What is this?

An R package for estimating Structural Equation Model (SEM) Trees and Forests. They are a fusion of SEM and decision trees, or SEM and random forests respectively. While SEM is a confirmatory modeling technique, SEM trees and forests allow to explore whether there are predictors that provide further information about an initial, theory-based model. Potential use cases are the search for potential predictors that explain individual differences, finding omitted variables in a model, or exploring measurement invariance over a large set of predictors. A recent overview is in our latest book chapter in the SEM handbook (Brandmaier & Jacobucci, 2023).

Install

Install the latest stable version from CRAN:

install.packages("semtree")

To install the latest semtree package directly from GitHub, copy the following line into R:

library(devtools)
devtools::install_github("brandmaier/semtree")

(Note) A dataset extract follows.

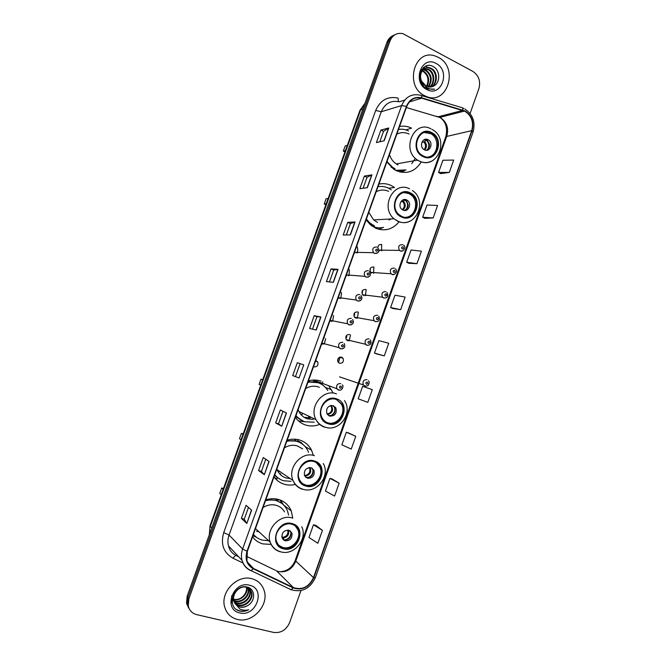 <?xml version="1.0" encoding="UTF-8"?>
<svg xmlns="http://www.w3.org/2000/svg" width="666" height="666" viewBox="0 0 666 666"><rect width="100%" height="100%" fill="white"/><g stroke="black" fill="none" stroke-linecap="round" stroke-linejoin="round"><path stroke-width="1" d="M292.782 518.14L291.233 510.905C288.794 505.169 284.64 501.373 278.771 499.508C274.542 498.31 270.213 498.451 265.759 499.933M252.531 536.863C255.195 540.376 258.649 542.723 262.895 543.906L271.22 544.405M313.245 455.011L311.555 450.241C309.032 445.279 305.178 441.916 300 440.134C295.829 438.819 291.55 438.844 287.154 440.226M274.017 476.906C276.64 480.494 280.045 482.933 284.232 484.232C287.87 485.306 291.591 485.364 295.404 484.398M321.087 381.16C316.974 379.728 312.745 379.645 308.408 380.91M295.354 417.349C297.935 421.012 301.29 423.551 305.428 424.966C309.965 426.415 314.552 426.29 319.172 424.583M388.636 188.22L394.513 187.479L391.067 185.439C387.137 183.641 383.092 183.2 378.921 184.099M366.158 219.722L370.196 224.617L375.757 228.263C384.831 231.626 392.607 229.479 399.084 221.828M405.852 129.887L411.546 128.155C407.675 126.257 403.671 125.707 399.558 126.507M386.879 161.888L393.606 169.131L396.337 170.696C406.735 174.617 415.051 171.695 421.278 161.93M356.968 246.878L356.485 246.72M354.32 252.755L354.778 252.997M348.859 269.514L348.376 269.364M346.203 275.416L346.661 275.649M340.726 292.207L340.243 292.066M338.062 298.135L338.519 298.368M332.575 314.968L332.084 314.827M329.903 320.912L330.361 321.137M324.4 337.787L323.909 337.645M321.72 343.748L322.186 343.972M313.52 366.641L313.986 366.866C317.332 366.949 318.564 365.293 317.682 361.879L315.709 360.531M373.834 267.008C370.221 267.008 369.172 268.806 370.679 272.394L371.661 273.085M365.817 289.46C362.279 289.435 361.188 291.2 362.554 294.755L363.644 295.546M357.784 311.963C354.312 311.921 353.188 313.653 354.412 317.166L355.611 318.065M349.733 334.532C346.328 334.474 345.163 336.18 346.253 339.643L347.552 340.651M381.818 244.622C379.528 244.097 378.188 245.121 377.805 247.694M378.996 250.274L379.662 250.674M341.658 357.151C338.311 357.093 337.121 358.766 338.095 362.179L339.469 363.286C342.84 363.328 344.022 361.646 343.015 358.225L341.658 357.151M332.883 392.49L329.154 386.596M356.818 253.047L357.85 252.389M348.36 275.791L349.592 275.15M339.851 298.551L341.292 297.977M331.302 321.328L332.942 320.87M322.719 344.114L324.533 343.806M373.393 273.202L374.467 272.652M365.035 295.721L366.3 295.205M356.643 318.256L358.092 317.824M348.226 340.809L349.841 340.501M381.701 250.707L382.584 250.158M338.47 358.017L337.612 360.939M338.461 362.637L340.11 357.043M337.629 361.03L338.536 357.942M313.844 365.742L315.193 361.971M399.667 171.92L401.082 170.921M316.775 381.793L315.967 380.985M298.984 441.933L297.128 439.435M393.573 35.356C390.476 36.572 388.27 38.886 386.963 42.316L187.154 596.17L186.522 603.23L188.669 608.041M395.121 34.632C392.016 35.847 389.81 38.17 388.494 41.617L188.012 597.435L187.387 604.512L189.535 609.348L187.387 604.512L188.012 597.435L388.494 41.617C389.81 38.17 392.016 35.847 395.121 34.632M438.311 57.343L435.073 55.977C414.177 48.377 404.154 86.314 424.608 95.679L425.857 96.27C447.102 106.319 459.407 67.674 438.311 57.343L435.073 55.977C414.177 48.377 404.154 86.314 424.608 95.679L425.857 96.27C447.102 106.319 459.407 67.674 438.311 57.343M251.931 578.737C237.521 574.317 220.246 591.758 224.584 606.651C226.465 613.411 230.736 617.673 237.379 619.438C252.481 623.642 269.397 604.986 264.077 590.317C262.046 584.315 258 580.452 251.931 578.737C237.521 574.317 220.246 591.758 224.584 606.651C226.465 613.411 230.736 617.673 237.379 619.438C252.481 623.642 269.397 604.986 264.077 590.317C262.046 584.315 258 580.452 251.931 578.737M464.885 111.264C471.62 115.742 473.909 122.203 471.728 130.636L313.486 577.613C308.941 586.996 302.247 590.317 293.406 587.595L253.488 568.481C250.191 566.841 248.002 564.185 246.92 560.522L247.361 551.298L406.718 106.51C409.806 99.509 414.785 96.737 421.661 98.185L464.885 111.264M465.001 110.931L421.728 97.819C414.685 96.337 409.582 99.176 406.41 106.36L247.019 551.207C244.772 559.19 246.861 565.059 253.305 568.822L293.231 587.936C302.289 590.725 309.149 587.312 313.811 577.697L472.011 130.786C474.25 122.136 471.911 115.518 465.001 110.931M322.427 530.369L313.47 524.783L308.957 537.479L317.857 543.273L322.427 530.369L315.817 525.366M339.144 483.216L329.945 478.379L325.458 491.017L334.59 496.053L339.144 483.216L332.259 479.045M355.769 436.313L346.337 432.226L341.874 444.788L351.24 449.075L355.769 436.313L348.609 432.958M440.667 173.61L449.3 172.427L453.688 160.056L442.898 160.265L438.578 172.444L440.734 173.651M424.791 218.34L433.175 217.932L437.579 205.494L427.014 205.011L422.669 217.249L424.858 218.373M408.832 263.303L416.958 263.669L421.395 251.174L411.047 249.983L406.676 262.287L408.899 263.336M392.79 308.5L400.666 309.657L405.119 297.094L394.996 295.188L390.601 307.55L392.857 308.533M376.665 353.929L384.274 355.885L388.753 343.256L378.862 340.626L374.442 353.063L376.731 353.954M470.079 113.495L478.887 88.645C480.802 81.219 478.804 75.483 472.902 71.412L402.905 33.658C396.944 32.517 392.657 34.932 390.035 40.909L188.886 598.709L188.253 605.81C189.319 610.472 192.133 613.411 196.711 614.643L273.651 632.417C280.935 633.274 286.255 630.011 289.61 622.618L300.957 590.6M281.735 426.223L275.674 422.927L280.328 409.99L286.463 413.045L281.735 426.223L286.297 412.962M264.327 474.716L258.575 470.537L263.245 457.534L269.089 461.463L264.327 474.716L268.922 461.355M246.828 523.484L241.375 518.406L246.07 505.327L251.615 510.164L246.828 523.484L251.457 510.023M333.375 282.317L326.448 281.635L331.019 268.897L338.028 269.355L333.375 282.317M350.408 234.873L343.19 235.04L347.735 222.369L355.036 221.978L350.408 234.873M367.341 187.687L359.84 188.686L364.36 176.09L371.944 174.858L367.341 187.687M384.182 140.751L376.398 142.591L380.902 130.061L388.761 127.997L384.182 140.751M299.042 377.988L292.69 375.574L297.319 362.704L303.746 364.885L299.042 377.988L303.746 364.885M316.258 330.02L309.615 328.48L314.21 315.676L320.937 316.983L316.258 330.02M367.807 402.356L372.302 389.66L362.637 386.305L358.2 398.801L367.807 402.356M314.21 315.676L316.958 316.741L320.937 316.983M292.69 375.574L298.868 377.922M297.319 362.704L303.571 364.826M380.902 130.061L383.533 131.352M379.786 141.791L383.541 131.327L388.761 127.997M364.36 176.09L367.024 177.322M363.095 188.253L367.033 177.306L371.944 174.858M347.735 222.369L350.424 223.551M346.32 234.965L350.433 223.535L355.036 221.978M331.019 268.897L333.733 270.021L338.028 269.355M241.375 518.406L244.247 519.214L246.686 523.318M258.575 470.537L261.413 471.403L264.177 474.592M275.674 422.927L278.488 423.859L281.568 426.123M384.274 355.885L374.442 353.063M400.666 309.657L390.601 307.55M416.958 263.669L406.676 262.287M433.175 217.932L422.669 217.249M449.3 172.427L438.578 172.444M346.337 432.226L348.684 432.983M329.945 478.379L332.334 479.062M313.47 524.783L315.892 525.382M312.504 329.146L316.958 316.733M329.462 281.926L333.741 270.005M295.471 376.565L300.091 363.711M278.488 423.859L282.992 411.313M261.413 471.42L265.784 459.24M244.239 519.23L248.476 507.425M421.228 70.429L421.861 70.546M422.252 70.654L423.909 71.37C428.962 75.3 429.945 80.345 426.873 86.513M422.019 71.012L423.276 71.595C428.18 75.341 429.254 80.261 426.49 86.339M421.878 69.505L422.927 69.439M423.285 69.455L426.448 70.446C432.043 75.15 432.675 80.653 428.346 86.963M421.661 69.697L422.644 69.689M423.018 69.722L425.807 70.679C431.277 75.175 432.001 80.578 427.988 86.88M421.72 69.614L424.092 68.631M424.433 68.573L429.012 69.522C434.881 72.577 435.506 83.408 429.761 87.113M421.853 69.406L423.792 68.806M424.134 68.764L428.371 69.755C434.082 72.744 434.898 83.192 429.412 87.104M433.308 86.247C440.534 83.3 440.351 70.579 433.641 66.833C421.986 59.249 413.869 81.402 426.024 88.145L427.614 88.936L434.557 89.136C431.668 89.56 428.946 88.953 426.398 87.313L421.803 81.394L426.19 86.189L433.308 86.247L432.076 86.771M421.803 81.394C417.907 74.309 423.809 65.193 430.394 68.007L431.61 68.581C438.078 71.903 437.92 84.191 431.102 87.005M423.892 85.048C415.925 78.921 421.453 64.719 429.745 68.248L430.952 68.814C437.279 72.07 437.321 84.008 430.769 87.055M436.122 63.478C421.536 54.828 411.655 82.368 426.806 89.519C441.375 97.827 451.015 70.763 436.122 63.478M428.213 65.476L428.862 65.443M425.258 66.342L426.864 66.575L425.524 66.209M423.559 67.491L424.309 67.516L423.743 67.341M431.393 133.175C419.413 126.44 410.231 148.285 422.127 155.303L423.276 155.952C435.656 162.629 444.347 139.927 431.918 133.458L431.393 133.175M428.729 156.901C438.386 155.111 439.918 138.353 430.835 133.708L424.292 132.501M409.082 134.057C404.928 132.101 400.84 132.143 396.803 134.174M389.468 154.645C390.775 158.65 393.048 161.746 396.278 163.936L398.035 164.935M408.566 130.969C405.328 129.379 401.981 128.863 398.518 129.404M387.013 161.513L392.732 167.432L395.046 168.756M391.025 167.066L394.097 168.914M345.413 150.608L343.323 151.099L345.196 145.929L347.294 145.413M343.323 151.099L344.963 151.873M428.063 139.735C422.702 136.755 418.689 146.545 424.034 149.592L424.467 149.833C429.903 152.797 433.824 142.84 428.371 139.902L428.063 139.735M426.431 150.291C430.361 147.278 430.502 143.923 426.873 140.226L424.483 139.594M415.318 158.292L411.788 163.669M400.133 172.036L402.122 170.829M405.569 170.038L401.515 172.311M423.668 140.051L426.731 139.377M421.853 142.407L423.842 141.975L426.423 140.235C429.195 143.09 429.562 146.237 427.522 149.667M248.068 587.953L248.318 588.711C250.491 595.246 242.416 603.571 235.314 601.323L233.866 600.799M247.769 587.803L247.902 588.245C250.075 594.763 242.016 603.088 234.915 600.832L233.791 600.449M233.466 600.307L232.109 599.508M249.142 588.661L249.975 590.609C252.156 597.169 244.039 605.544 236.896 603.288L234.282 602.097M248.884 588.469L249.559 590.134C251.74 596.686 243.631 605.053 236.497 602.797L232.218 600.124M234.956 603.429L239.943 607.059C242.674 607.642 245.329 607.092 247.894 605.394C255.802 601.048 255.253 588.96 247.594 587.179C234.29 582.991 225.533 606.917 239.119 610.88L239.785 611.063C242.757 611.721 245.721 611.296 248.676 609.781C245.563 610.58 242.632 610.322 239.868 609.015L234.956 603.429L233.949 601.123C231.61 594.014 239.469 585.372 246.12 587.237C248.926 587.936 250.766 589.693 251.648 592.515C253.838 599.109 245.679 607.542 238.503 605.269L234.865 603.279M246.22 586.896C248.768 587.712 250.433 589.427 251.224 592.041C253.413 598.617 245.271 607.042 238.103 604.778L234.698 602.996M247.894 605.394C245.188 607.001 242.466 607.459 239.718 606.776L235.381 604.07M235.023 603.629L233.55 600.632C232.867 598.11 233.167 595.496 234.449 592.798M246.811 587.42C248.418 593.914 240.543 601.515 233.741 599.375L233.633 599.35M233.624 599.275L233.666 599.283C237.912 600.033 241.492 598.518 244.405 594.755C246.145 592.34 246.828 589.86 246.47 587.32M247.735 587.221L247.935 587.637M249.6 585.248C233.133 580.352 222.644 609.606 239.718 612.895C256.152 617.457 266.383 588.744 249.6 585.248M248.676 609.781C244.347 611.704 240.384 611.671 236.771 609.673M231.577 602.822L231.643 595.729M409.915 193.456C398.759 187.512 388.944 206.602 399.076 214.652L401.748 216.383C413.286 222.269 422.694 202.364 412.021 194.747L409.915 193.456M405.91 217.282C415.684 216.7 419.289 200.774 410.98 194.863L408.882 193.565L404.096 192.641M391.333 189.885L388.17 187.995C384.881 186.497 381.493 186.064 377.988 186.696L378.413 186.622M388.603 191.325C384.399 189.485 380.253 189.635 376.173 191.766M368.789 212.371L373.651 219.93L377.48 222.411M366.408 219.022L369.713 222.885L374.558 226.04M367.299 221.403L373.651 226.082M326.232 203.763L324.242 203.971L326.115 198.768L328.122 198.526M324.242 203.971L325.89 204.703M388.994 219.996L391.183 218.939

# even better: install with package vignette (extra documentation)
devtools::install_github("brandmaier/semtree",force=TRUE, build_opts = c())

Usage

Package documentation and use-cases with runnable R code can be found on our github pages: https://brandmaier.github.io/semtree/.

Package vignettes (shipped with the package) contain documentation on how to use the package. Simply type this in R once you have loaded the package:

browseVignettes("semtree")

Robustness checklist for end users

To make analyses with semtree more robust and reproducible, we recommend the following:

  1. Set a seed in semtree_control(seed = ...) before tree growth so randomized split procedures are reproducible.
  2. Set explicit stopping rules (min.N, optionally min.bucket, and max.depth) instead of relying on defaults.
  3. Choose split method intentionally (naive, fair, or score) and report the choice in manuscripts.
  4. Use conservative split testing where appropriate with bonferroni = TRUE when many predictors are screened.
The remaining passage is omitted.